Joel Murphy (born September 30, 1974) — better known by his on-air personality Java Joel — is an American radio personality. He hosted a nightly weeknight radio program called The Rubber Room"on WKSC-FM 103.5 Kiss FM in Chicago, Illinois.  His show was also heard in other cities such as WKGS/Rochester NY, WAKS/Cleveland, WKST/Pittsburgh, KKRZ/Portland Kiss FM/Tulsa, and Kiss FM/Cincinnati.
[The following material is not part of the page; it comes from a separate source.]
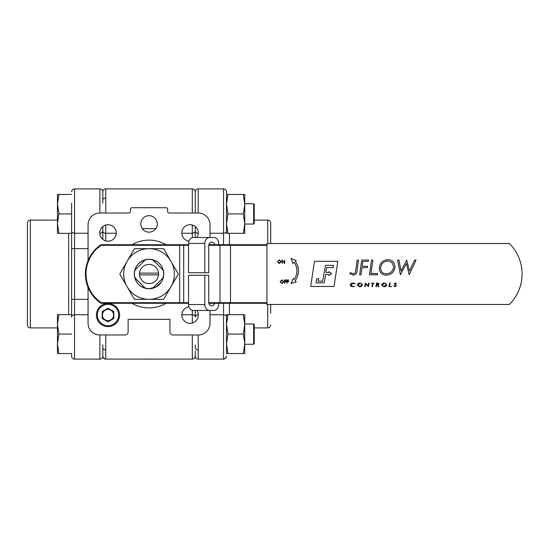 <?xml version="1.0" encoding="UTF-8"?>
<svg xmlns="http://www.w3.org/2000/svg" width="548" height="548" viewBox="0 0 548 548"><rect width="100%" height="100%" fill="white"/><g stroke="black" fill="none" stroke-linecap="round" stroke-linejoin="round"><path stroke-width="0.82" d="M198.205 213.021L198.205 188.889A2.946 2.946 0 0 0 195.259 191.834L195.259 213.021L195.259 191.834A2.946 2.946 0 0 0 192.314 188.889L192.314 213.021M195.259 226.55L195.259 237.524L195.259 226.55M195.259 191.834L195.259 199.924L195.259 191.834M192.314 188.889L105.764 188.889A2.946 2.946 0 0 0 102.819 191.834L102.819 203.061M102.819 226.55L102.819 239.38L102.819 226.55M161.276 282.199L156.009 286.974L149.035 288.728C140.089 287.871 135.178 282.967 134.308 274C135.171 265.047 140.076 260.136 149.035 259.273C157.988 260.129 162.9 265.033 163.77 274L162.633 279.665M149.035 215.672A8.247 8.247 0 0 0 140.788 223.92A8.247 8.247 0 0 0 149.035 232.167A8.247 8.247 0 0 0 157.29 223.92A8.247 8.247 0 0 0 149.035 215.672M166.078 244.716A33.88 33.88 0 0 0 132 244.716M132 303.284A33.88 33.88 0 0 0 166.078 303.284M188.923 306.866A8.247 8.247 0 0 0 181.847 315.614A8.247 8.247 0 0 0 197.349 318.936A8.247 8.247 0 0 0 196.944 310.476M196.944 237.524A8.247 8.247 0 0 0 190.074 224.714A8.247 8.247 0 0 0 181.847 232.386A8.247 8.247 0 0 0 188.923 241.134M108.004 224.714A8.247 8.247 0 0 0 99.75 232.962A8.247 8.247 0 0 0 108.004 241.209A8.247 8.247 0 0 0 116.251 232.962A8.247 8.247 0 0 0 108.004 224.714M198.205 316.429L198.205 314.744A2.946 2.281 180 0 0 195.259 317.025L195.259 310.476L195.259 317.025A2.946 2.281 180 0 0 192.314 314.744L192.314 322.978M192.314 334.979L192.314 359.111C194.102 358.933 195.081 357.947 195.259 356.166L195.259 351.172M99.873 334.979L99.873 359.111A2.946 2.946 0 0 0 102.819 356.166L102.819 344.939M210.021 310.476L210.021 323.197A11.782 11.782 0 0 1 198.239 334.979L172.901 334.979A2.946 2.946 0 0 1 169.955 332.033L169.955 319.368L128.122 319.368L128.122 332.033A2.946 2.946 0 0 1 125.177 334.979L99.839 334.979A11.782 11.782 0 0 1 88.057 323.197L88.057 287.433M142.268 228.632L155.81 228.632M88.057 260.567L88.057 224.803A11.782 11.782 0 0 1 99.839 213.021L129.006 213.021A1.473 1.473 0 0 0 130.479 211.549L130.479 209.192A1.473 1.473 0 0 1 131.952 207.713L166.126 207.713A1.473 1.473 0 0 1 167.599 209.192L167.599 211.549A1.473 1.473 0 0 0 169.072 213.021L198.239 213.021A11.782 11.782 0 0 1 210.021 224.803L210.021 237.524M253.649 224.057L253.649 203.746L254.238 204.336L254.238 223.468L253.649 224.057L244.751 224.057L244.751 194.458L226.488 194.458L226.488 191.834L226.488 205.11M243.278 233.345L244.751 233.345L244.751 223.625L243.278 233.345L226.488 233.345L226.488 204.178L227.961 194.458M244.751 205.11L243.278 213.905L227.961 213.905L226.488 204.178M227.961 233.345L226.488 223.625L227.961 213.905M243.278 194.458L244.751 204.178M243.278 213.905L244.751 223.625M58.924 194.458L57.451 194.458L57.451 204.178L58.924 213.083L57.451 223.625L58.924 233.345L57.451 233.345L57.451 204.178L58.924 194.458L71.589 194.458M58.924 213.905L71.589 213.905L71.589 230.975L71.589 203.061M88.057 314.744L74.535 314.744A2.946 2.281 0 0 0 71.589 317.025L71.589 233.345L58.924 233.345M253.649 323.943L254.238 324.532L254.238 343.665L253.649 344.254L253.649 323.943L244.751 323.943M71.589 353.542L71.589 356.166L71.589 353.542L57.451 353.542L57.451 343.822L58.924 353.542M71.589 334.095L58.924 334.095L57.451 343.822L57.451 353.542M71.589 314.655L58.924 314.655L57.451 324.375L58.924 334.095M57.451 343.822L57.451 314.655L58.924 314.655M226.488 323.943L226.488 343.815M226.488 204.185L226.488 223.625M226.488 191.834A2.946 2.946 0 0 0 223.543 188.889L198.205 188.889M270.678 304.462L270.678 313.182M270.678 234.818L270.678 223.036A2.946 2.946 0 0 0 267.732 220.091L254.238 220.091M270.678 324.964A2.946 2.946 0 0 1 267.732 327.91L254.238 327.91M226.488 194.458L226.488 203.746M226.488 224.057L226.488 230.975A2.946 2.281 180 0 1 223.543 233.256L223.543 188.889M198.205 349.939A2.946 1.863 180 0 1 195.259 348.076L195.259 344.939M270.678 223.036L270.678 243.538M71.589 356.166A2.946 2.946 0 0 0 74.535 359.111L99.873 359.111M27.4 324.964L27.4 223.036L27.4 324.964A2.946 2.946 0 0 0 30.346 327.91L57.451 327.91M27.4 223.036A2.946 2.946 0 0 1 30.346 220.091L57.451 220.091M27.4 313.182L27.4 234.818M88.057 248.662L71.589 248.662L71.589 230.975A2.946 2.281 0 0 0 74.535 233.256L88.057 233.256M145.282 288.159A14.645 14.645 0 0 0 152.796 288.159L152.68 288.275A14.728 14.728 0 0 0 163.311 277.644A14.728 14.728 0 0 1 134.767 277.644A14.728 14.728 0 0 0 145.398 288.275L134.767 277.644A14.728 14.728 0 0 1 145.398 259.725A14.728 14.728 0 0 0 134.767 270.356L134.883 270.239A14.645 14.645 0 0 0 134.883 277.761M152.796 288.159L163.194 277.761A14.645 14.645 0 0 0 163.194 270.239L152.68 259.725A14.728 14.728 0 0 1 163.311 270.356A14.728 14.728 0 0 0 145.398 259.725L134.883 270.239M170.983 286.666A25.338 25.338 0 0 0 149.035 248.662A25.338 25.338 0 0 0 127.095 286.666A25.338 25.338 0 0 0 170.983 286.666L178.292 274L163.667 248.662L134.411 248.662L119.786 274L134.411 299.338L163.667 299.338L170.983 286.666M254.238 204.336L253.649 203.746L244.751 203.746L244.751 194.458M226.488 342.89L226.488 353.542L244.751 353.542L244.751 314.655L226.488 314.655L226.488 324.375L227.961 314.655M227.961 353.542L226.488 343.822L226.488 324.375L227.961 334.095L243.278 334.095L244.751 342.89M226.488 343.822L227.961 334.095M244.751 343.822L243.278 353.542M243.278 314.655L244.751 324.375L243.278 334.095M266.958 244.716L208.843 244.716M208.843 303.284L266.958 303.284M179.662 244.716L100.955 244.716L101.133 245.305L179.662 245.305L179.662 244.716L188.546 244.716L179.662 244.716M188.546 303.284L100.955 303.284L101.133 302.695L100.955 303.284A35.353 35.353 0 0 1 100.955 244.716L101.133 245.305C94.599 250.265 93.859 251.696 90.516 256.854C87.495 262.341 85.988 268.054 85.995 274C86.317 286.056 91.365 295.619 101.133 302.695L179.662 302.695L179.662 245.305L188.546 245.305M158.646 274.884L158.543 274.884A9.542 9.542 0 0 1 139.535 274.884L139.432 274.884A9.645 9.645 0 0 1 139.432 273.116L139.535 273.116A9.542 9.542 0 0 1 158.543 273.116L158.646 273.116A9.645 9.645 0 0 1 158.646 274.884L139.432 274.884M152.796 259.841A14.645 14.645 0 0 0 145.282 259.841M163.194 277.761L163.311 277.644A14.728 14.728 0 0 0 163.311 270.356L163.194 270.239M139.432 273.116L158.646 273.116M266.958 304.462L266.958 243.538L509.393 243.538A42.915 42.915 0 0 1 509.393 304.462L266.958 304.462M277.487 261.752L279.322 259.875L281.206 261.732L279.357 263.595L277.487 261.752M279.343 260.238L277.809 261.745L279.343 263.232L280.891 261.732L279.343 260.238M282.247 263.499L281.932 259.964L284.337 262.745L284.652 259.964L284.652 263.499L282.247 260.725L282.247 263.499M286.926 283.508L286.926 279.973L288.652 279.973L288.652 280.336L287.248 280.336L287.248 281.425L288.652 281.425L288.652 281.788L287.248 281.788L286.926 283.508M284.57 283.508L284.57 279.973L286.296 279.973L286.296 280.336L284.892 280.336L284.892 281.425L286.296 281.425L286.296 281.788L284.892 281.788L284.57 283.508M280.131 281.754L281.967 279.884L283.85 281.741L281.994 283.597L280.131 281.754M281.98 280.247L280.446 281.754L281.98 283.234L283.528 281.741L281.98 280.247M355.748 270.356L357.186 260.06L358.515 260.06L357.084 270.335C357.118 273.137 355.864 274.747 353.316 275.165L349.651 273.507L350.775 272.712L353.426 273.842L355.001 273.02L355.748 270.356M361.721 260.06L368.53 260.06L368.352 261.382L362.865 261.382L362.18 266.287L367.592 266.287L367.407 267.609L361.995 267.609L360.988 274.788L359.659 274.788L361.721 260.06M369.475 274.788L371.544 260.06L372.873 260.06L370.996 273.466L377.599 273.466L377.428 274.788L369.475 274.788M379.298 268.28C379.791 262.937 382.716 260.074 388.087 259.677C392.347 260.012 394.642 262.314 394.971 266.575C394.498 271.89 391.594 274.754 386.265 275.165C381.901 274.925 379.579 272.63 379.298 268.28M388.087 260.999C383.559 261.307 381.065 263.711 380.62 268.219C380.846 271.76 382.716 273.63 386.244 273.842C390.765 273.445 393.231 270.993 393.649 266.479L391.793 262.286L388.087 260.999M400.362 274.788L397.615 260.06L398.951 260.06L401.013 271.075L406.691 260.06L409.514 271.034L414.61 260.06L416.048 260.06L409.198 274.788L406.397 263.458L400.362 274.788M353.159 283.008L355.145 283.569L354.857 283.864L353.118 283.323L350.754 285.022L352.72 286.405L354.652 286.275L352.713 286.72L351.09 286.351L350.254 285.035C350.631 283.631 351.604 282.96 353.159 283.008M357.323 285.07C357.686 283.645 358.652 282.96 360.221 283.008L362.488 284.659C362.132 286.077 361.18 286.762 359.618 286.72L357.323 285.07M360.207 283.323L357.823 285.056L359.618 286.405L361.988 284.638L361.399 283.631L360.207 283.323M368.126 285.761L368.599 283.097L369.105 283.097L368.475 286.631L365.687 283.967L365.215 286.631L364.708 286.631L365.338 283.097L368.126 285.761M371.325 283.412L374.27 283.097L373.037 283.412L372.462 286.631L371.962 286.631L372.53 283.412L371.325 283.412M375.907 286.631L376.538 283.097L377.75 283.097L379.305 283.912L377.688 284.912L379.079 286.631L378.497 286.631L377.106 284.912L376.716 284.912L376.408 286.631L375.907 286.631M376.983 283.412L376.771 284.59L378.106 284.556L378.805 283.912L376.983 283.412M381.614 285.07C381.977 283.645 382.942 282.96 384.511 283.008L386.785 284.659C386.429 286.077 385.47 286.762 383.915 286.72L381.614 285.07M384.504 283.323L382.114 285.056L383.915 286.405L386.285 284.638L385.689 283.631L384.504 283.323M389.005 286.631L389.635 283.097L390.135 283.097L389.56 286.316L391.573 286.631L389.005 286.631M395.409 283.008L396.615 283.782L395.382 283.323L394.759 283.823L396.3 285.714L394.889 286.72L393.58 285.878L394.93 286.405L395.8 285.734L394.259 283.843L395.409 283.008M334.04 286.453L337.815 261.321L314.477 261.321L310.702 286.453L334.04 286.453M322.649 281.172L318.176 281.172L318.621 278.665L316.806 278.665L316.066 282.837L324.224 282.837L325.704 274.5L328.971 274.5L328.971 275.397L331.684 273.637L328.971 271.637L328.971 272.472L325.8 272.472L326.67 267.609L333.266 267.609L333.266 265.355L325.539 265.355L322.649 281.172M294.194 262.403A14.467 14.467 0 0 1 294.105 279.439L293.283 278.548L291.015 283.453L296.269 281.775L295.153 280.569A15.981 15.981 0 0 0 295.345 261.41L296.269 260.608L291.015 258.375L292.92 263.499L294.194 262.403M108.004 303.441A11.597 11.597 0 0 1 119.601 315.038A11.597 11.597 0 0 1 108.004 326.635A11.597 11.597 0 0 1 96.4 315.038A11.597 11.597 0 0 1 108.004 303.441M108.004 304.366A10.672 10.672 0 0 1 118.669 315.038A10.672 10.672 0 0 1 108.004 325.711A10.672 10.672 0 0 1 97.332 315.038A10.672 10.672 0 0 1 108.004 304.366M108.004 309.469A5.569 5.569 0 0 0 102.435 315.038A5.569 5.569 0 0 0 108.004 320.607A5.569 5.569 0 0 0 113.566 315.038A5.569 5.569 0 0 0 108.004 309.469M113.799 318.532L113.799 311.545L108.004 308.195L102.202 311.545L102.202 318.532L108.004 321.882L113.799 318.532M214.658 303.284A3.535 2.911 -90 0 1 211.877 305.757L211.624 305.757A3.535 2.911 -90 0 1 208.713 302.222L208.713 275.267L204.829 275.267L204.829 304.578A5.891 4.857 90 0 0 209.685 310.476L213.816 310.476A5.891 4.857 90 0 0 218.673 304.578L218.673 303.284M218.673 244.716L218.673 243.422A5.891 4.857 90 0 0 213.816 237.524L209.685 237.524A5.891 4.857 90 0 0 204.829 243.422L204.829 272.733L208.713 272.733L208.713 245.778A3.535 2.911 -90 0 1 211.624 242.243L211.877 242.243A3.535 2.911 -90 0 1 214.658 244.716M209.685 237.524L193.403 237.524A5.891 4.857 90 0 0 188.546 243.422L188.546 272.733L204.829 272.733M204.829 275.267L188.546 275.267L188.546 304.578A5.891 4.857 90 0 0 193.403 310.476L209.685 310.476M192.314 225.023L192.314 237.674M198.205 234.352L198.205 233.256A2.946 2.281 180 0 1 195.259 230.975A2.946 2.281 180 0 1 192.314 233.256L181.833 233.256M105.764 188.889L105.764 213.021M105.764 225.023L105.764 233.256A2.946 2.281 180 0 1 102.819 230.975A2.946 2.281 0 0 1 99.873 233.256L99.873 234.352M192.314 310.326L192.314 314.744L181.833 314.744M105.764 334.979L105.764 359.111L192.656 359.091M105.764 240.901L105.764 233.256L116.245 233.256M105.764 349.939A2.946 1.863 180 0 1 102.819 348.076M105.764 198.061A2.946 1.863 0 0 0 102.819 199.924M198.321 233.256L198.205 231.571M229.434 233.345L229.434 244.716M229.434 303.284L229.434 314.655M267.732 327.91L267.732 304.462M267.732 243.538L267.732 220.091M192.314 359.111C194.102 358.933 195.081 357.947 195.259 356.166C195.437 357.947 196.417 358.933 198.205 359.111L198.205 334.979M198.321 314.744L198.205 313.648M198.205 359.111L223.543 359.111L223.543 314.744L210.021 314.744M223.543 303.284L223.543 314.744A2.946 2.281 180 0 1 226.488 317.025M210.021 233.256L223.543 233.256L223.543 244.716M68.644 314.655L68.644 233.345M99.873 213.021L99.873 188.889L74.535 188.889L74.535 359.111M30.346 220.091L30.346 327.91M99.873 231.571L99.757 233.256M71.589 299.338L88.057 299.338M100.955 303.284A35.353 35.353 0 0 1 100.955 244.716M266.958 302.695L230.503 302.695L230.503 245.305L266.958 245.305M220.447 244.716A0.589 0.486 90 0 0 219.96 245.305L230.503 245.305L230.503 244.716M208.733 245.305L219.96 245.305L219.96 302.695L230.503 302.695L230.503 303.284M220.447 303.284A0.589 0.486 -90 0 1 219.96 302.695L208.733 302.695M188.546 302.695L183.69 302.695L183.69 245.305A0.589 0.486 -90 0 1 184.176 244.716M184.176 303.284A0.589 0.486 90 0 1 183.69 302.695L179.662 302.695L179.662 303.284M91.523 255.197A34.764 34.764 0 0 0 86.057 276.062M188.546 243.422L204.829 243.422M188.546 304.578L204.829 304.578M104.839 358.961L102.983 357.145M102.873 356.727L102.825 356.364M105.764 359.111C103.976 358.933 102.997 357.947 102.819 356.166M253.649 344.254L244.751 344.254M253.649 203.746L244.751 203.746M226.488 356.166C226.31 357.947 225.331 358.933 223.543 359.111L224.111 359.05M224.653 358.892L226.317 357.145M226.434 356.727L226.482 356.371M74.535 188.889C72.747 189.067 71.767 190.053 71.589 191.834C71.767 190.053 72.747 189.067 74.535 188.889L99.873 188.889C101.661 189.067 102.64 190.053 102.819 191.834"/></g></svg>

The Rubber Room had 3 main members: Java Joel, the host; Jdogg, producer/sidekick; and Silly Jilly, female sidekick. Many other people stopped by the show including Chris Kelly, Alex, Camps, Joe V, and Joey T. In April 2003, The Rubber Room made national headlines after Java interviewed 
pop singer Justin Timberlake and angered him, which resulted in Timberlake telling Java to "take a valium bi*ch". Java has won numerous awards such as the Silver Dome Award and the Jock Conference Slammer Award. Chat
Java Joel was fired from WKSC on January 11, 2005 when at about 9:30PM he played the Mr. Belvedere theme song and made an inferred racial remark regarding African-Americans.  Since his firing, Java has appeared on stations in Philadelphia, Y-103.9 (Crystal Lake, IL) and 102.3 XLC (Waukegan, IL), WCKG (105.9FM) Chicago. Most recently, Java has been hired as a weekend fill-in at WKIE/WDEK/WRZA (92.7/92.5/99.9) "Nine FM" as well as afternoons on WYUL "94.7 Hits FM" in the Montreal market.  On August 4, 2006 Java Joel was hired as the night time DJ on WAKS/-96.5 KISS FM Cleveland, and in 2012 was moved to the afternoon drive slot.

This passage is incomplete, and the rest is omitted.